Let's look at the equation $$f''(7x+1)=f''(x)$$

Say we substitute $\frac{x}{7}-\frac{1}{7}$ for $x$. This will give us $$f''(7(\frac{x}{7}-\frac{1}{7})+1)=f''(\frac{x}{7}-\frac{1}{7})$$ $$f''(x)=f''(\frac{x}{7}-\frac{1}{7})$$

Let's do the same substitution again. We get $$f''(\frac{x}{7}-\frac{1}{7})=f''(\frac{x}{49}-\frac{8}{49})$$ But we know that $f''(x)=f''(\frac{x}{7}-\frac{1}{7})$ so we have $$f''(x)=f''(\frac{x}{49}-\frac{8}{49})$$

If we perform the same substitution over and over again to infinity(with the same reduction back to $f''(x)=...$), we will end up with $$f''(x)=f''(\frac{-1}{7} + \frac{1}{7}(\frac{-1}{7}+\frac{1}{7}(\frac{-1}{7}+\cdots)))$$ To evaluate this, we can exploit self-similarity. Let $y=\frac{-1}{7} + \frac{1}{7}(\frac{-1}{7}+\frac{1}{7}(\frac{-1}{7}+\cdots))$. Then, we can notice that $y$ appears again in the expression and substitute as follows: $$y=\frac{-1}{7}+\frac{1}{7} y$$ $$\frac{6}{7}y=\frac{-1}{7}$$ $$y=\frac{-1}{6}$$ and hence $f''(x)=f''(\frac{-1}{6})$ and the solution proceeds as in OP.

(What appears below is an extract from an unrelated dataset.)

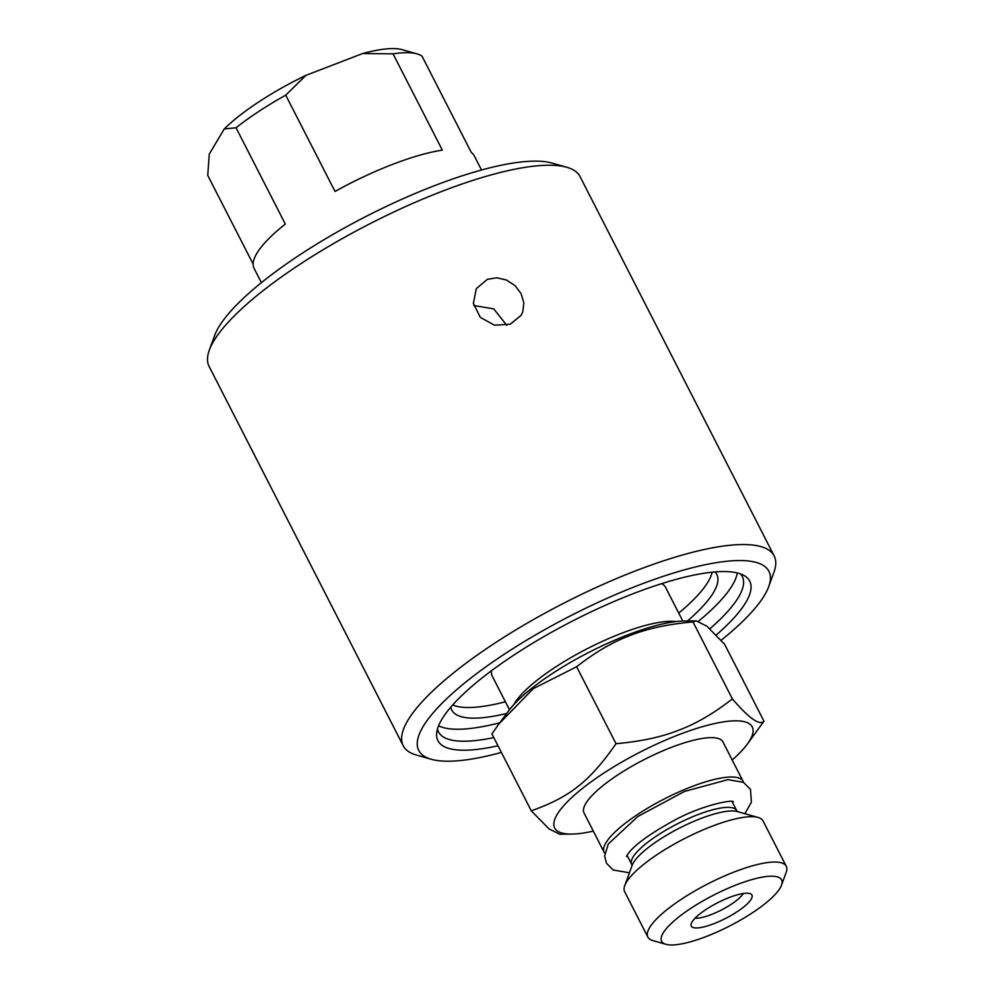 <?xml version="1.0" encoding="UTF-8"?>
<svg xmlns="http://www.w3.org/2000/svg" width="994" height="994" viewBox="0 0 994 994"><rect width="100%" height="100%" fill="white"/><g stroke="black" fill="none" stroke-linecap="round" stroke-linejoin="round"><path stroke-width="1.49" d="M709.865 628.792A170.62 44.022 152.9 0 0 742.294 576.458A170.62 44.022 152.9 0 0 740.493 573.886M437.472 728.937A170.62 44.022 152.9 0 0 438.516 731.907A170.62 44.022 152.9 0 0 493.807 737.585M737.275 572.929A170.62 44.022 -27.1 0 1 698.571 621.2M499.783 722.775A170.62 44.022 -27.1 0 1 438.578 725.769M487.358 279.326L496.851 277.786L506.555 280.047L515.054 285.651L521.117 293.677L523.838 302.835L522.794 311.781L521.142 315.297L510.32 324.193L494.49 325.212L480.326 317.372L473.368 303.394L476.3 288.645L487.358 279.326M506.704 325.274L493.807 308.91L473.753 305.481M501.398 752.433A196.663 50.744 -27.1 0 1 431.284 759.279A196.663 50.744 -27.1 0 1 570.718 615.708A196.663 50.744 -27.1 0 1 768.722 586.609A196.663 50.744 -27.1 0 1 721.097 640.31M497.994 745.773A175.118 45.19 -27.1 0 1 436.627 733.497A175.118 45.19 -27.1 0 1 633.923 593.406A175.118 45.19 -27.1 0 1 744.68 575.861A175.118 45.19 -27.1 0 1 716.202 635.029M768.722 586.609L773.966 572.146A208.342 53.763 152.9 0 0 774.164 555.919A208.342 53.763 152.9 0 0 636.384 570.556A208.342 53.763 152.9 0 0 403.216 745.749A208.342 53.763 152.9 0 0 416.486 755.08L431.284 759.279M566.779 167.265L551.981 163.066A196.663 50.744 152.9 0 0 366.326 216.294A196.663 50.744 152.9 0 0 214.555 335.736L209.299 350.199A208.342 53.763 -27.1 0 1 442.28 191.233A208.342 53.763 -27.1 0 1 566.779 167.265A208.342 53.763 -27.1 0 1 580.049 176.609L774.164 555.919M403.216 745.749L209.113 366.426A208.342 53.763 -27.1 0 1 209.299 350.199M253.135 264.081L207.746 175.391L209.274 154.107L224.234 128.947L236.038 127.766L285.315 224.06A123.641 31.907 152.9 0 0 254.091 268.392L261.397 282.669M481.531 170.011L474.225 155.735A123.641 31.907 152.9 0 0 471.293 152.442L422.015 56.149A123.641 31.907 -27.1 0 0 417.07 53.9A123.641 31.907 -27.1 0 0 393.052 53.838L442.33 150.131A123.641 31.907 152.9 0 0 392.468 164.42A123.641 31.907 152.9 0 0 335.015 191.457L285.738 95.163L305.903 75.37A111.962 28.888 152.9 0 0 224.234 128.947M236.038 127.766A123.641 31.907 -27.1 0 1 285.738 95.163M417.07 53.9L402.272 49.7A111.962 28.888 152.9 0 0 362.611 53.539L393.052 53.838M305.903 75.37L362.611 53.539M452.692 704.957A148.864 38.406 152.9 0 0 505.399 701.789M678.74 613.087A148.864 38.406 152.9 0 0 712.139 572.196M715.021 571.923A148.864 38.406 -27.1 0 1 716.798 574.395A148.864 38.406 -27.1 0 1 687.463 620.964M506.679 713.468A148.864 38.406 -27.1 0 1 451.748 710.027A148.864 38.406 -27.1 0 1 450.791 707.144M732.205 760.037A110.993 28.64 152.9 0 0 747.103 744.407A110.993 28.64 152.9 0 0 678.89 734.678A110.993 28.64 152.9 0 0 571.687 797.61A110.993 28.64 152.9 0 0 571.91 834.065A110.993 28.64 152.9 0 0 593.306 831.108M604.812 853.299A78.004 20.128 -27.1 0 1 604.166 852.33L584.037 812.98A78.004 20.128 -27.1 0 1 671.335 747.389A78.004 20.128 -27.1 0 1 722.924 741.909L743.065 781.259A78.004 20.128 -27.1 0 1 743.475 782.353M604.166 852.33A78.004 20.128 -27.1 0 1 691.476 786.739A78.004 20.128 -27.1 0 1 743.065 781.259M665.905 944.3L652.809 940.585A77.731 20.054 -27.1 0 1 647.864 937.094L624.667 891.767A77.731 20.054 -27.1 0 1 624.729 885.716A77.731 20.054 -27.1 0 1 711.654 826.399A77.731 20.054 -27.1 0 1 758.099 817.466A77.731 20.054 -27.1 0 1 763.057 820.945L786.254 866.283A77.731 20.054 -27.1 0 1 786.179 872.334L781.532 885.132A67.393 17.383 152.9 0 0 737.039 884.61A67.393 17.383 152.9 0 0 675.858 919.388A67.393 17.383 152.9 0 0 665.905 944.3A67.393 17.383 152.9 0 0 706.175 936.547A67.393 17.383 152.9 0 0 781.532 885.132M647.864 937.094A77.731 20.054 -27.1 0 1 734.852 871.738A77.731 20.054 -27.1 0 1 786.254 866.283M692.023 921.972A34.069 8.797 -27.1 0 1 721.172 900.999A34.069 8.797 -27.1 0 1 750.967 894.041A34.069 8.797 -27.1 0 1 751.191 899.185A34.069 8.797 -27.1 0 1 717.32 922.295A34.069 8.797 -27.1 0 1 691.016 924.706A34.069 8.797 -27.1 0 1 692.023 921.972M509.462 709.741L492.167 675.932A97.362 25.123 -27.1 0 1 491.608 670.639M661.532 583.677A97.362 25.123 -27.1 0 1 665.508 587.23L682.803 621.039M498.864 724.005L508.766 710.66A110.993 28.64 -27.1 0 1 627.81 634.868A110.993 28.64 -27.1 0 1 683.959 621.014L696.222 620.84L692.992 621.933C668.341 624.108 647.417 628.606 630.258 635.427C612.913 641.9 595.046 652.337 576.644 666.738L533.318 688.631L498.864 724.005L491.893 733.87L531.281 810.818C569.823 797.163 589.765 781.371 616.019 743.698C640.683 741.524 661.594 737.026 678.765 730.205C696.098 723.731 713.978 713.294 732.379 698.894C749.054 718.339 759.59 725.782 763.976 721.209L747.103 744.407M695.054 918.183A29.211 7.542 152.9 0 0 721.246 910.082A29.211 7.542 152.9 0 0 743.251 893.569A29.211 7.542 152.9 0 0 743.301 893.494M763.976 721.209L724.601 644.249L706.908 626.232L696.222 620.84M571.91 834.065L559.659 834.227L548.961 828.847L531.281 810.818M732.379 698.894L692.992 621.933M616.019 743.698L576.644 666.738M624.729 885.716L632.122 865.352A61.28 15.817 -27.1 0 1 633.414 862.693A61.28 15.817 -27.1 0 1 700.646 818.596A61.28 15.817 -27.1 0 1 737.262 811.539L758.099 817.466M737.66 811.688L736.716 810.595A58.994 15.221 152.9 0 0 697.701 814.732A58.994 15.221 152.9 0 0 632.967 857.201A58.994 15.221 152.9 0 0 631.675 864.345L632.01 865.749M676.144 621.561A97.362 25.123 152.9 0 0 621.262 633.414A97.362 25.123 152.9 0 0 514.445 703.479A97.362 25.123 152.9 0 0 513.786 704.634M626.481 856.455L627.09 855.213C632.954 846.043 648.56 834.488 673.944 820.547C701.205 805.364 732.466 799.35 733.348 801.76L733.323 801.748M744.879 813.713L751.377 802.282L750.495 789.373L743.4 782.315L727.906 779.631L684.431 791.472L637.875 816.484L608.266 844.018L604.65 856.07L606.477 863.252L613.286 870.023L629.426 872.782M736.716 810.595L732.081 801.549M631.675 864.345L627.04 855.3"/></g></svg>

If you want to rigorously define "repeating substitution infinitely many times," then you can show that after $n$ substitutions the equation you get is $$f''(x)=f''(7^{-n}(x+1/6)-1/6)$$ and then you take the limit as $n \to \infty$. You will end up with $$f''(x)=f''(\frac{-1}{6})$$ and again the solution proceeds as in OP.

Note: here, I only substitute in one direction, but by doing the reverse substitution $x \to 7x+1$ instead of $x \to \frac{x}{7}-\frac{1}{7}$ you get a similar equation.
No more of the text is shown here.